Caption contest: loungin'
What, you don't have one of those crazy uncles? Photo by John Gress/Reuters.
Ryan: "Begin statement: Chilling out maxin' and relaxin' all cool and all shootin' some b-ball outside of
school. End statement."
Barb: "The worst part is, drugs have no effect on me anymore."

















That last question just blew my mind..
Ryan: So, how do you feel about that?
Barb: 7rtyqqps88snf!
Ryan: Wow, great view!
"And I thought my podcast had some good guests."
Now everyone can see the brain lasers I always said I had.
"I have half a mind to disagree with you."
iBob also comes in plaid and hunter-orange... but the best feature is that your songs now sing to you.
"When the sign says don't press the big red button, please don't press the big red button."
Headset Guy: So, Pleasurebot 3000... Do you ever think you could be programmed to love a man?
Pleasurebot 3000 : Wait a minute, I thought I was here for a Donna Summer ticket giveaway? This isn't even a radio station. You're just wearing an Xbox live headset and holding a foam dradle with a cord hanging out of it.
In Soviet Russia, Dremmel mods YOU!
Can you boot into linux?
"My other head completely skinned and functional."
"yeah, yeah, I'm part robot. But have you checked out these boots? off the chain, yo."
"I was awarded 3 million dollars for my dogbite accident. THATS the Bernstein advantage!"
You know, I'm a robot, and I only have half of my head, but you still look like a bigger tool with that ginormous headset on.
The cameraman that Kenny Rogers assaulted sat down and talked to Channel 7 today about the prejudice he constantly faces as an android in a world full of meat people...

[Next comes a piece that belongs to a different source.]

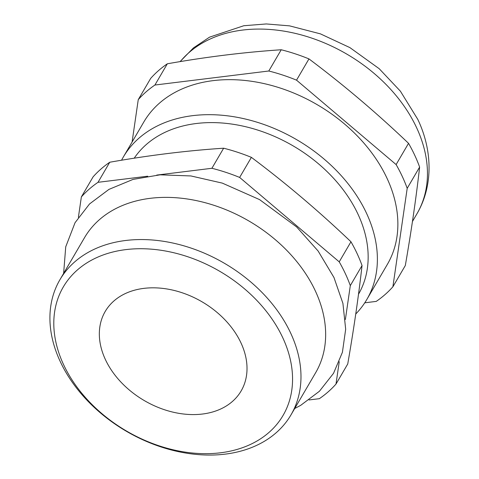 <?xml version="1.0" encoding="UTF-8"?>
<svg xmlns="http://www.w3.org/2000/svg" width="479" height="479" viewBox="0 0 479 479"><rect width="100%" height="100%" fill="white"/><g stroke="black" fill="none" stroke-linecap="round" stroke-linejoin="round"><path stroke-width="0.72" d="M364.759 302.812L376.231 301.399A158.771 115.361 -149.7 0 0 392.888 286.783L405.312 265.54C411.407 230.459 416.173 197.641 419.622 167.087A158.771 115.361 -149.7 0 0 414.682 155.136A158.771 115.361 -149.7 0 0 408.539 143.329C376.668 112.924 343.479 84.783 308.961 58.905A158.771 115.361 -149.7 0 0 281.221 49.762C244.583 52.175 206.617 56.851 167.333 63.791A158.771 115.361 -149.7 0 0 150.675 78.406L138.251 99.65L132.09 142.041M419.622 167.087L407.198 188.337A158.771 115.361 -149.7 0 0 402.258 176.38A158.771 115.361 -149.7 0 0 396.115 164.572L296.531 80.155A158.771 115.361 -149.7 0 0 268.797 71.006L154.909 85.034A158.771 115.361 -149.7 0 0 138.251 99.65M156.723 175.086L211.904 168.285A158.771 115.361 -149.7 0 1 239.644 177.434L339.222 261.851A158.771 115.361 -149.7 0 1 345.365 273.659A158.771 115.361 -149.7 0 1 350.305 285.616L362.046 265.54A158.771 115.361 -149.7 0 0 357.106 253.583A158.771 115.361 -149.7 0 0 350.963 241.775C319.092 211.371 285.903 183.229 251.385 157.357A158.771 115.361 -149.7 0 0 223.645 148.209C187.008 150.622 149.041 155.298 109.757 162.237A158.771 115.361 -149.7 0 0 93.1 176.853L81.358 196.929A158.771 115.361 -149.7 0 1 98.015 182.313L147.712 176.194M290.981 414.88L315.655 372.698A133.839 97.243 -149.7 0 0 315.344 290.933A133.839 97.243 -149.7 0 0 199.731 201.354A133.839 97.243 -149.7 0 0 84.585 237.56L59.917 279.742A133.839 97.243 30.3 0 1 175.063 243.536A133.839 97.243 30.3 0 1 290.675 333.115A133.839 97.243 30.3 0 1 290.981 414.88A133.839 97.243 30.3 0 1 175.841 451.086A133.839 97.243 30.3 0 1 60.222 361.507A133.839 97.243 30.3 0 1 59.917 279.742M282.754 337.701A127.276 92.477 -149.7 0 0 125.803 249.619A127.276 92.477 -149.7 0 0 63.599 364.699A127.276 92.477 -149.7 0 0 220.544 452.787A127.276 92.477 -149.7 0 0 282.754 337.701M240.955 342.85A78.73 57.205 30.3 0 1 241.135 390.948A78.73 57.205 30.3 0 1 173.404 412.245A78.73 57.205 30.3 0 1 105.398 359.549A78.73 57.205 30.3 0 1 105.212 311.458A78.73 57.205 30.3 0 1 172.943 290.16A78.73 57.205 30.3 0 1 240.955 342.85M366.848 299.447L387.331 264.426A141.06 102.488 -149.7 0 0 387.008 178.26A141.06 102.488 -149.7 0 0 265.156 83.849A141.06 102.488 -149.7 0 0 143.808 122.007L123.325 157.028A141.06 102.488 30.3 0 1 244.673 118.87A141.06 102.488 30.3 0 1 366.525 213.281A141.06 102.488 30.3 0 1 366.848 299.447A141.06 102.488 30.3 0 1 355.753 313.996M121.558 160.226A141.06 102.488 30.3 0 1 123.325 157.028M134.21 158.196A131.216 95.339 30.3 0 1 247.601 127.198A131.216 95.339 30.3 0 1 358.053 214.323A131.216 95.339 30.3 0 1 358.514 294.214M78.394 217.316L81.358 196.929M339.246 361.705L335.995 384.068A158.771 115.361 -149.7 0 1 319.337 398.684L309.051 399.947M350.305 285.616L345.383 319.475M223.645 148.209L211.904 168.285M98.015 182.313L109.757 162.237M350.963 241.775L339.222 261.851M239.644 177.434L251.385 157.357M362.046 265.54C358.597 296.088 353.831 328.905 347.736 363.986L335.995 384.068M392.888 286.783L407.198 188.337M167.333 63.791L154.909 85.034M268.797 71.006L281.221 49.762M308.961 58.905L296.531 80.155M396.115 164.572L408.539 143.329M180.05 61.629L193.414 47.936L209.551 37.152L243.799 25.734L266.3 23.95L289.538 25.86L320.415 33.859L349.921 47.625L379.2 68.713L400.384 91.172L417.784 119.367C432.357 149.885 433.549 185.547 416.916 213.844A141.06 102.488 -149.7 0 0 416.592 127.671A141.06 102.488 -149.7 0 0 302.465 35.236A141.06 102.488 -149.7 0 0 180.254 61.593M294.699 408.527L300.734 405.318L319.409 391.265L333.54 373.297L342.407 352.304L345.676 329.247L342.922 303.387L333.959 277.485L318.128 251.032L296.663 226.968L259.576 199.611L222.322 183.116L190.923 175.949L160.124 174.823L133.036 179.403L108.949 189.391L89.555 203.934L75.059 222.675L65.725 246.829L63.629 273.395M416.916 213.844L412.455 221.472"/></g></svg>

"If you put you speaker down lower you'll hear my hemmoroids roar"......
Now, where did I put that iPod dock?
Now, where did I put that iPod dock?
"After I recieved the script for Groundhog Day I realised that I needed a significant memory upgrade to remember everything. That's when I was outfitted with this positronic brain."
"And so, I told Luke 'I am your father' and he was all, like, 'Noooooooo!' and shit. So I just like, fine then, I'm going home."
All I asked were for some eyes with frickin laserbeams in them! Throw me a bone here.
The Life Robotic with Steve Zissou
"So, can you think of any mistakes you've made as President?"
"Error! Error! Error!"
"George, when you set out to do the last three episodes of your Star Wars series, something changed in the timbre what was it exactly?"
"Yeah ... well ... it's great to impress chicks with at parties ... anyway ... can we get back to talking about my cookbook now?"
"...it was a real *load off my mind* to get that skull cancer taken care of, let me tell you..."
"And as my demonstration showed, two bald heads are better tan one."
That medicine I took is making me feel really wired today... Man I feel disconnected, you know?
Reporter: "Hey man, does this smell funny?
Next time you boot me up in your mother's blouse, I'm going to put one of these fine Italian shitkickers up your ass.
"It is within my program to turn out the hoes."
"The robot recreation of John Peel was in an advance state of construction"
So how long have you had these headaches?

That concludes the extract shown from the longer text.